K.M.
Trust me (and this come from experience!) he will only have to wash his underwear out by hand once.
Good luck!
My son is 12. He will not wipe is bottom all the time. I am so lost of what to do. I know that it is a lazy behavior, how do I make it stop? I have tried making him wash them out by hand and it did not work. I am thinking about going to the bathroom with him everytime, taking a bath instead of shower and making him do the report. If there are anymore suggestions I am up for them.
Trust me (and this come from experience!) he will only have to wash his underwear out by hand once.
Good luck!
make him wash his own underwear by hand? that's the only thing I can think of! good luck!
My daughter is more motivated to wipe well when we make those flushable wet wipes available to her. You don't have the get the juvenile-looking box; I believe that Cottonelle and Charmin make plain-looking ones for adults too.
Good luck.
I stopped a little boy from doing this by making him wash them out by hand it only took a few time and he decided it was not the easy way out.
Have him research Pinworms and write a report on it. Pinworms are tiny visible worms which will appear around his anus between his buttocks and are visible at night, between the buttocks with a flashlight. That should encourage him to wipe.
Buy him dark plaid boxers. Walmart has them, and skid marks won't show. Letting him wash the underwear is also a good idea!
Instead of a shower, have him take baths so his bottom will soak clean. Yes, like babies because babies don't wipe.
Has he ever learned to wipe? Unless you are just now potty-training, a 12-year-old should not need his mama in the bathroom with him! Does his dad have decent personal hygiene? If so, ask dad to talk to your son. If this doesn't work for you, my earlier suggestion is one that has worked at my house. Good luck!
I agree that making him wash them out by hand may help, but you also may want to have him do his own laundry too.
Another thing that may help is buying the flush-able wipes. It may not totally be laziness but just that he is not able to clean himself well. Using the flush-able wipes should help him too.
My son is 8 and occasionally I have this issue too. since I've made him wash them out by hand it hasn't been as bad. Understand that every now and then it still may be a problem, but hopefully not as much!
To get his attention if this continues, my husband suggested to have you or your husband wipe his bottom each time he goes to the bathroom when he is around. Maybe even while out and about since your son seems confused about how it is supposed to be done properly.
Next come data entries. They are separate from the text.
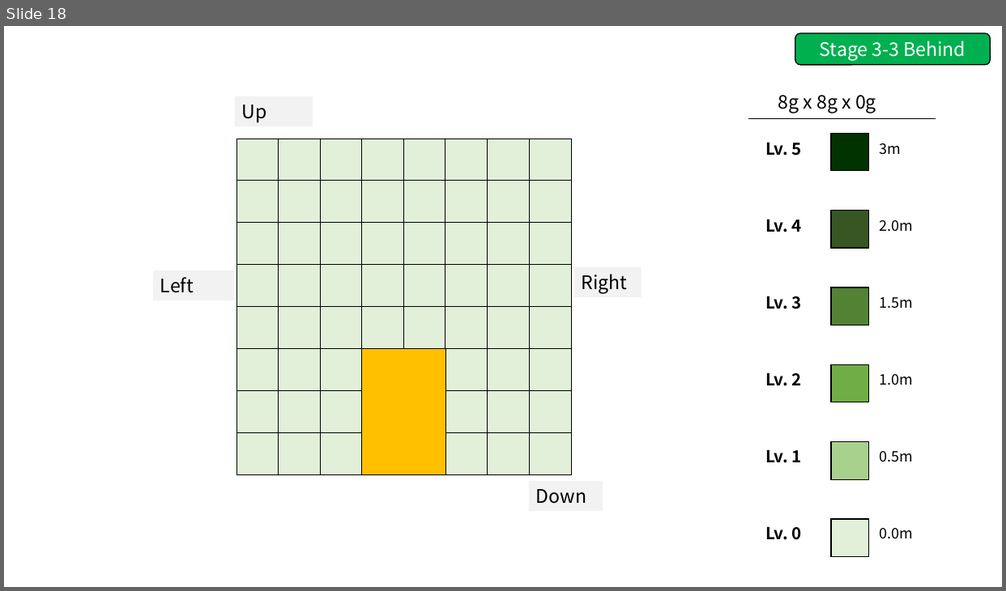
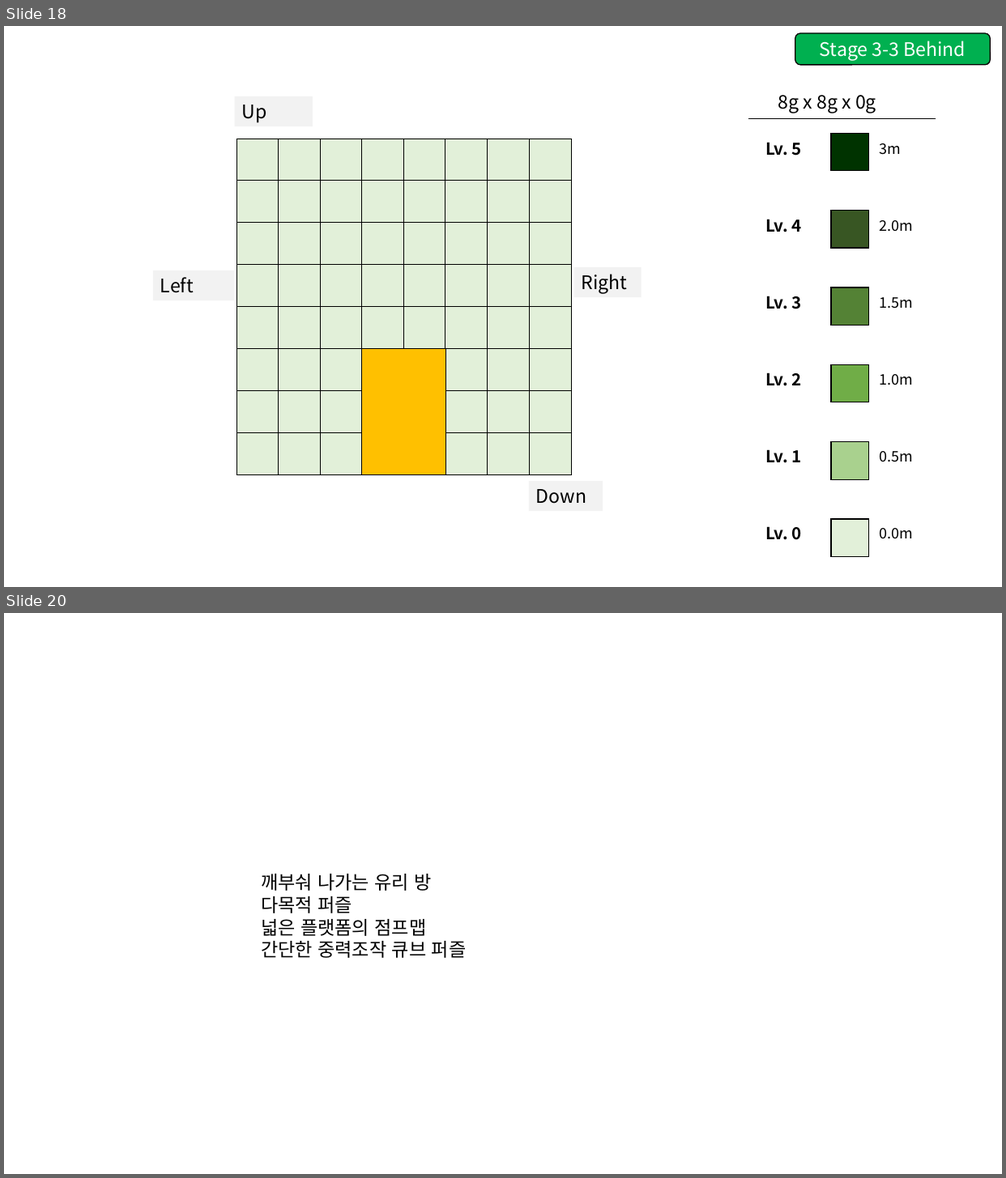
Before and after one commit to GGMGangsterHamster/GangsterHamster, a slide deck: Documents/Gravito_Stage.pptx. Shown one above the other, each under a label of ours: slide 18 before the commit, slides 18 and 20 after it; the slides between them are not shown. The pictures are 1006x591 and 1006x1178 pixels, drawn with LibreOffice and Linux fonts; fonts in the diff are those of the drawing. Boxes give left, top, right and bottom in pixels: in the first picture for what was removed or moved away, otherwise in the second. Text is boxed around its words. In the diff, an @@ line names an element or a change of style, - is before the commit and + after.

```diff
--- a/Documents/Gravito_Stage.pptx
+++ b/Documents/Gravito_Stage.pptx
@@ slide 20 added at bbox=[4, 613, 1002, 1174], background #FFFFFF @@
@@ text added at bbox=[261, 874, 467, 958], 18 pt, text #000000 @@
+깨부숴 나가는 유리 방
+다목적 퍼즐
+넓은 플랫폼의 점프맵
+간단한 중력조작 큐브 퍼즐
```
Also in this commit, not shown: 1 other slide added, 1 other file.

Remind him that he can get an infection from the waste left on his skin. Not to mention a diaper type rash.
Ask him how will he feel if while changing clothes for gym, some of the guys notice this? He will NEVER live it down.
Does he have an odor? I would not allow him to sit on any furniture.
Has his father spoken to him about this? How about his siblings, what if they talk about this to any of his friends. He would be mortified.
If he doesn't wipe his underwear must get dirty. How about standing over him to supervise while he handwashes his underwear until everything is out. Getting his hands into it might be an incentive.
I think twelve is way too old to have an adult escort in the restroom and especially to have an adult wipe your behind!!! I think this is a sensitive issue and should be handled carefully. At this age there is so much going on psychologically that it is imperative to talk to a professional on how to handle this. i second flushable wipes for health reasons, but i think this runs deeper than that.
Make him wear the dirty underwear around his neck. Sounds harsh, but it worked for my sister in law.
My son is also 12, and this condition started out as encopresis a few of years ago. We have since solved the encopresis after several months of occasional prescribed cleanses, and by taking regular fiber, and modifying his diet to include more beans, whole grains, fruits and vegs, snacks like home popped popcorn, and much less processed, low fiber foods. Behavior modification in the form of potty breaks at regular intervals, and lowering the stress of his life somewhat seemed to help. He still has a refusal to wipe his butt after defecating. He tells me that he doesn't like 'touching poop'. I've lost track of the toilets he's plugged up with extreme amounts of toilet paper, and of how many pairs of underpants have been tossed or hidden to destroy evidence. I'd be a rich lady if I'd bought stock in Hanes a few years ago. He's been in therapy for 2 years now, with not much behavioral change to show for it. It is so distressing for him and everyone involved; his father just denies it because he doesn't want to deal with it. I feel so bad for my son, who is on the brink of teendom and everything that comes with that.
We have done the rewarding, the dire consequence threatening, the withholding, the monitoring, the underpants washing, the warnings about other kids shunning him, the therapy, the gastroenterologists, the x-rays, the cleanses, ETC. Round and round it goes. I am sure that this wreaks havoc on his fragile self-esteem. It is so sad to see him stunting his own potential like this! In the back of my mind, I am hoping that one day he'll wake up and start taking care of his personal hygiene. I have recently installed a box of disposable vinyl gloves for him to put on when he wipes, so he doesn't have to touch anything. He also has an aversion to washing his hair. Anyone have any pertinent suggestions? Thanks!